Actually, they are willing to go an extra step and a half.

At the October board meeting the decision was made to not only award eligible teachers with a step increase to their salaries, something Superintendent Mark DeVoti didn’t think possible at the beginning of the school year, but also to add a half step increase to the base salary of all teachers.

“We’ve always said,” DeVoti reported to the board, “that as we reduce staff numbers to coincide with student numbers, and as we put more strain on our staff, even though we have less, we really need to take care of them as much as possible, and you have done that every year.

“In the face of adversity, where ninety-five percent of Colorado districts are three to five years behind on step increases, we’ve stayed current until this year. We’re one step behind right now, but if you approve this increase tonight we will remain current. We will be at the top of that five percent.”

One question that arose from the board was, if the increases were approved, would they be made retroactive to the beginning of the year. The answer was, “Yes, but it’s complicated.”

DeVoti explained that, in the past, when a similar situation occurred, it was a difficult logistical feat to calculate how much extra money each teacher should have received if the raise had gone into effect on the first day of school, how many pay periods remain in the school year after the increase was approved, and then how to evenly divide the difference out over all those checks.

It would require adjusting everyone’s salary for the current year, then readjusting it back down at the beginning of the next year. Instead, ASD business manager Janell Wood suggested adding one lump sum onto each teacher’s first check in December. Not only would the accounting be simpler, but staff would notice the extra cash right before the holiday season when they were likely to need it most.

“Janell and I have looked at numbers,” DeVoti said, “and if we do a step increase for eligible staff, it will cost the district approximately $90,000. If you looked at adding a half a step to the base, it would cost the district approximately $62,000 more.”

The issue concerned those personnel who do not benefit from step increases. “We have many staff members that are frozen,” DeVoti said. “They are topped out for whatever reason, so when we do a step increase, they don’t see anything.”

DeVoti later explained that if one looks at the chart for step increases, a teacher’s salary gets bumped up a little over $600 for every year of service, but after 20 years it tops out, unless a teacher moves over one column by earning 15 credits towards a master’s degree.

After a few more years, that column also tops out, and a teacher must finish their master’s before they can move over one more column and have room to move up again. Eventually, even if a teacher earns a Ph. D., there is a limit to how many step increases they can collect.
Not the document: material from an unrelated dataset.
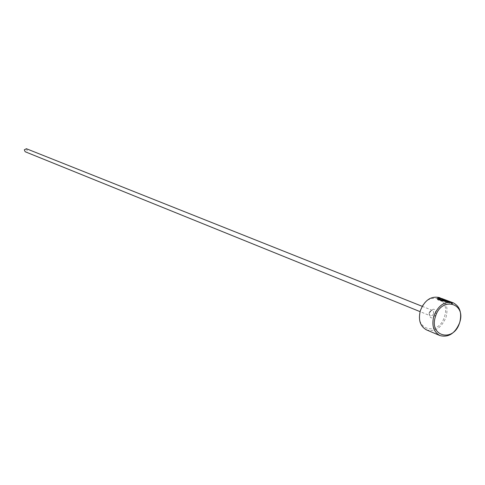 <?xml version="1.0" encoding="UTF-8"?>
<svg xmlns="http://www.w3.org/2000/svg" width="485" height="485" viewBox="0 0 485 485"><rect width="100%" height="100%" fill="white"/><g stroke="black" fill="none" stroke-linecap="round" stroke-linejoin="round"><path stroke-width="0.36" stroke-dasharray="2.42 1.82" d="M439.21 298.887L442.387 299.312C446.352 301.385 449.189 302.628 450.892 303.046L451.068 302.488C449.359 302.07 446.521 300.821 442.556 298.754M437.537 298.736L437.421 299.512C439.598 301.021 443.678 301.931 449.656 302.234L449.837 301.676M451.056 302.992L452.226 303.962C449.941 303.477 446.321 301.791 441.374 298.918L439.325 298.372M447.425 301.415L452.493 303.543L446.2 300.797L447.425 301.415L447.6 300.858L446.376 300.239L452.669 302.986L451.383 302.119M444.89 299.639L447.6 300.858M420.531 310.424C426.412 290.279 451.408 297.166 444.454 316.675C438.828 336.505 413.669 330.291 420.531 310.424M426.576 329.927C435.112 332.037 441.599 327.793 446.042 317.19C448.425 307.635 446.261 301.106 439.555 297.608M26.384 148.725L27.239 150.653L25.172 151.744M441.538 298.366C446.491 301.24 450.11 302.919 452.402 303.404L451.232 302.434M450.607 302.47L450.783 301.912M451.05 302.792L451.232 302.234M452.493 303.543L452.669 302.986M450.795 302.531L450.971 301.973M448.425 302.113L448.601 301.555M452.469 303.816L452.644 303.264M449.656 302.234L442.653 299.56L442.757 299.257M442.653 299.56L441.483 299.397L441.659 298.839M441.483 299.397L447.2 301.579L447.291 301.282M447.2 301.579L441.514 300.694M445.285 300.427L445.466 299.875M433.59 313.68L433.414 311.206L431.753 310.315L429.965 311.364L429.152 313.74L429.795 315.42L431.159 315.929L432.729 315.129L433.59 313.68M429.146 312.673C429.625 318.936 431.899 319.53 435.979 314.462C435.518 308.199 433.238 307.605 429.146 312.673M446.376 300.858L446.558 300.3M450.892 303.046L451.068 302.488M437.421 299.512L437.603 298.954M444.763 300.221L444.939 299.663M422.205 306.32L432.535 310.43C431.959 309.739 431.013 310.509 429.704 312.74C429.48 314.856 429.704 315.88 430.377 315.808L420.071 311.637M446.2 300.797L446.376 300.239M444.709 300.197L451.208 302.676M452.226 303.962L452.402 303.404M441.374 298.918L442.387 299.306"/><path stroke-width="0.73" d="M453.19 302.81L441.417 298.378L439.228 298.924C440.435 299.954 443.151 300.651 447.376 301.021L441.659 298.839L442.835 299.002L449.837 301.676C443.86 301.373 439.786 300.464 437.603 298.954C437.325 297.917 438.27 297.596 440.422 298.002L439.555 297.608C431.153 295.741 424.769 300.039 420.404 310.497C418.07 319.876 420.125 326.356 426.576 329.927L440.022 335.602C433.535 332.001 431.474 325.441 433.851 315.923C438.282 305.314 444.733 300.942 453.19 302.81C459.944 306.344 462.108 312.952 459.677 322.64C455.172 333.395 448.619 337.718 440.022 335.602M439.325 298.372L437.537 298.736M459.598 322.725C466.673 302.907 441.477 295.989 435.488 316.456C428.504 336.645 453.863 342.871 459.598 322.725M420.071 311.637L25.172 151.744L24.323 149.816L26.384 148.725L422.205 306.32M441.514 300.694L439.052 299.481L439.21 298.887M439.052 299.481L439.228 298.924"/></g></svg>

Those teachers who are bumping up against the top of the chart are not the only ones who wouldn’t see a step increase. First-year teachers are also affected. Therefore, by adding a half step, or just over $300, to the base of every salary, all staff would see a gain. Also, a bump in the base salary would be permanent, so a new hire next year would start out at that higher level.

“In meeting with the auditor and looking at things he has told us about,” DeVoti explained, “we’ve done a nosedive of cuts for the last six years or so, and he said, ‘You can start leveling out and you can start looking at things that you can begin to bring back. Look at the next four or five years and come up with some plans for some one-time expenditures.’ We’re in a position where we can afford to stay current and take care of the staff we have.

“We ask more from staff all the time,” DeVoti concluded. “We’re pilots for the Legacy Foundation; we’re saying upgrade your technology standards, we’re saying bring more of this into your classroom, and I think we need to increase their base as well. I feel really strongly about this.”

During the discussion that followed, school board member Tim Taylor referred to a recent study that showed local teachers on average are paid 10 percent less than the average teacher salary in Colorado, and argued that any effort to close that gap is a step in the right direction. In the end, the rest of the board agreed and voted unanimously to approve both parts of the raise for teachers.